If actors_and_critics is None, this method creates new actor and critic networks. If actors_and_critics is provided, it assigns existing networks to the respective attributes.
- Parameters:
actors_and_critics (dict) – The actor and critic networks to be assigned.
- load_actor_params(directory: str) None#
Load the parameters of actor networks from a specified directory.
This method loads the parameters of actor networks, including the actor’s state_dict, actor_target’s state_dict, and the actor’s optimizer state_dict, from the specified directory. It iterates through the learning strategies associated with the learning role, loads the respective parameters, and updates the actor and target actor networks accordingly.
- Parameters:
directory (str) – The directory from which the parameters should be loaded.
- load_critic_params(directory: str) None#
Load critic, target_critic, and optimizer states for each agent strategy. If agent count differs between saved and current model, performs weight transfer for both networks. :param directory: The directory from which the parameters should be loaded. :type directory: str
- load_params(directory: str) None#
Load the parameters of both actor and critic networks.
This method loads the parameters of both the actor and critic networks associated with the learning role from the specified directory. It uses the load_critic_params and load_actor_params methods to load the respective parameters.
- Parameters:
directory (str) – The directory from which the parameters should be loaded.
- save_actor_params(directory)#
Save the parameters of actor networks.
This method saves the parameters of the actor networks, including the actor’s state_dict, actor_target’s state_dict, and the actor’s optimizer state_dict. It organizes the saved parameters into a directory structure specific to the actor associated with each learning strategy.
- Parameters:
directory (str) – The base directory for saving the parameters.
- save_critic_params(directory)#
Save the parameters of critic networks.
This method saves the parameters of the critic networks, including the critic’s state_dict, critic_target’s state_dict, and the critic’s optimizer state_dict. It organizes the saved parameters into a directory structure specific to the critic associated with each learning strategy.
- Parameters:
directory (str) – The base directory for saving the parameters.
- save_params(directory)#
This method saves the parameters of both the actor and critic networks associated with the learning role. It organizes the saved parameters into separate directories for critics and actors within the specified base directory.
- Parameters:
directory (str) – The base directory for saving the parameters.
- update_policy()#
Update the policy of the reinforcement learning agent using the Twin Delayed Deep Deterministic Policy Gradients (TD3) algorithm.
Note
This function performs the policy update step, which involves updating the actor (policy) and critic (Q-function) networks using TD3 algorithm.
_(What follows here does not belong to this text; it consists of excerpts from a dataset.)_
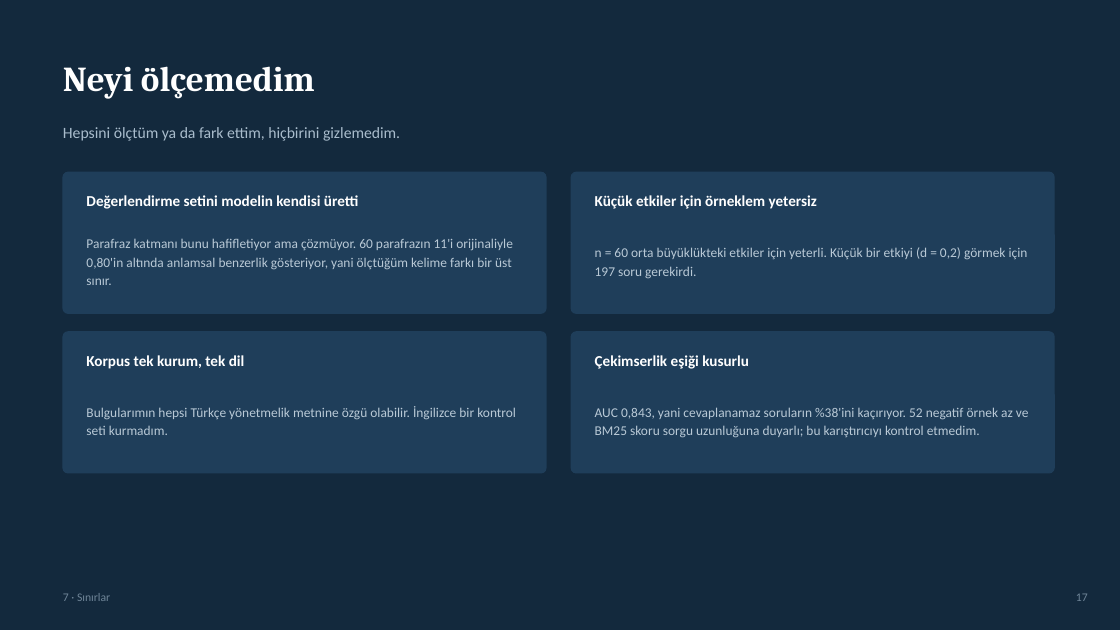
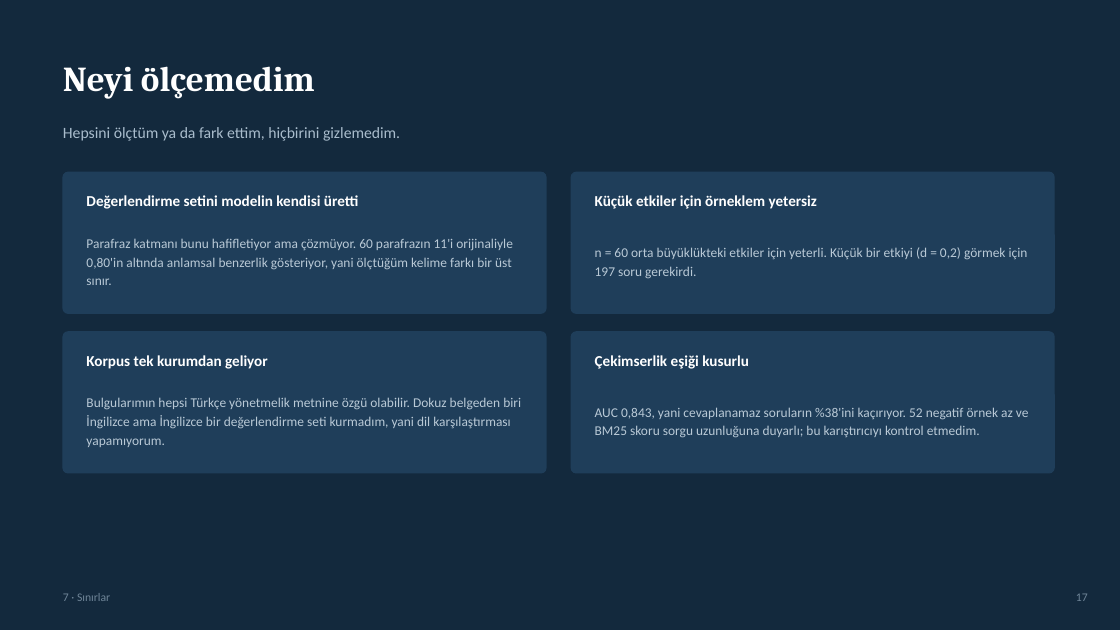
Before and after one commit to Furkanahii/foundry-rag-lab, a slide deck: slide 18 of Foundry-RAG-Lab-Sunum.pptx. Drawn at 1120x630 pixels with LibreOffice and Linux fonts; fonts in the diff are those of the drawing. Boxes give left, top, right and bottom in pixels: in the first picture for what was removed or moved away, otherwise in the second. Text is boxed around its words. In the diff, an @@ line names an element or a change of style, - is before the commit and + after.

Commit message:
fix: sunum öncesi doğrulamada çıkan üç hata
1) IDF iddiası yanlıştı. README ve dokümanlar "MADDE 9 dokümanın hepsinde,
   IDF = log(N/df) = 0" diyordu. İki kusur vardı: MADDE dokuz belgenin
   sekizinde geçiyor (dokuzuncusu İngilizce), ve daha önemlisi BM25 indeksi
   belgeler değil chunk'lar üzerinde kurulu. IDF'in N'i 9 değil 347.
   Doğru ölçüm: IDF sıfıra düşmüyor ama kalıp sözcükler konu sözcüklerinin
   dörtte biri kadar ağırlık taşıyor (öğrenci 0.348, burs 2.671 — 7,7 kat).
   Bu, hibrit mimari gerekçesini zayıflatmıyor, sadece doğru ifade ediyor.
   scripts/corpus_stats.py ile tekrarlanabilir hale getirildi.

2) Korpus 214.982 değil 214.961 karakter.

3) "Korpus tek dil" yanlıştı: dokuz belgeden biri (pedagojik formasyon)
   İngilizce. Dil algılama bunu doğru tespit ediyor. İngilizce bir
   değerlendirme seti olmadığı için dil karşılaştırması hâlâ yapılamıyor,
   sınır böyle ifade edildi.

Ayrıca smoke_test.py argparse kazandı — README'nin ilk komutu olmasına rağmen
--help yazan birine yardım yerine gigabaytlarca model indiriyordu.

Sunum: e-posta eklendi, üç düzeltme işlendi, 20 slayt.

```diff
--- a/Foundry-RAG-Lab-Sunum.pptx
+++ b/Foundry-RAG-Lab-Sunum.pptx
@@ text at (86,355,268,369): text changed @@
-Korpus tek kurum, tek dil
+Korpus tek kurumdan geliyor
@@ text at (86,397,521,447): text changed @@
-Bulgularımın hepsi Türkçe yönetmelik metnine özgü olabilir. İngilizce bir kontrol seti kurmadım.
+Bulgularımın hepsi Türkçe yönetmelik metnine özgü olabilir. Dokuz belgeden biri İngilizce ama İngilizce bir değerlendirme seti kurmadım, yani dil karşılaştırması yapamıyorum.
```
Also in this commit, not shown: 4 other slides changed, 6 other files.

It iterates over the specified number of gradient steps and performs the following steps for each learning strategy:
Sample a batch of transitions from the replay buffer.
Calculate the next actions with added noise using the actor target network.
Compute the target Q-values based on the next states, rewards, and the target critic network.
Compute the critic loss as the mean squared error between current Q-values and target Q-values.
Optimize the critic network by performing a gradient descent step.
Update the actor network if the specified policy delay is reached.
Apply Polyak averaging to update target networks.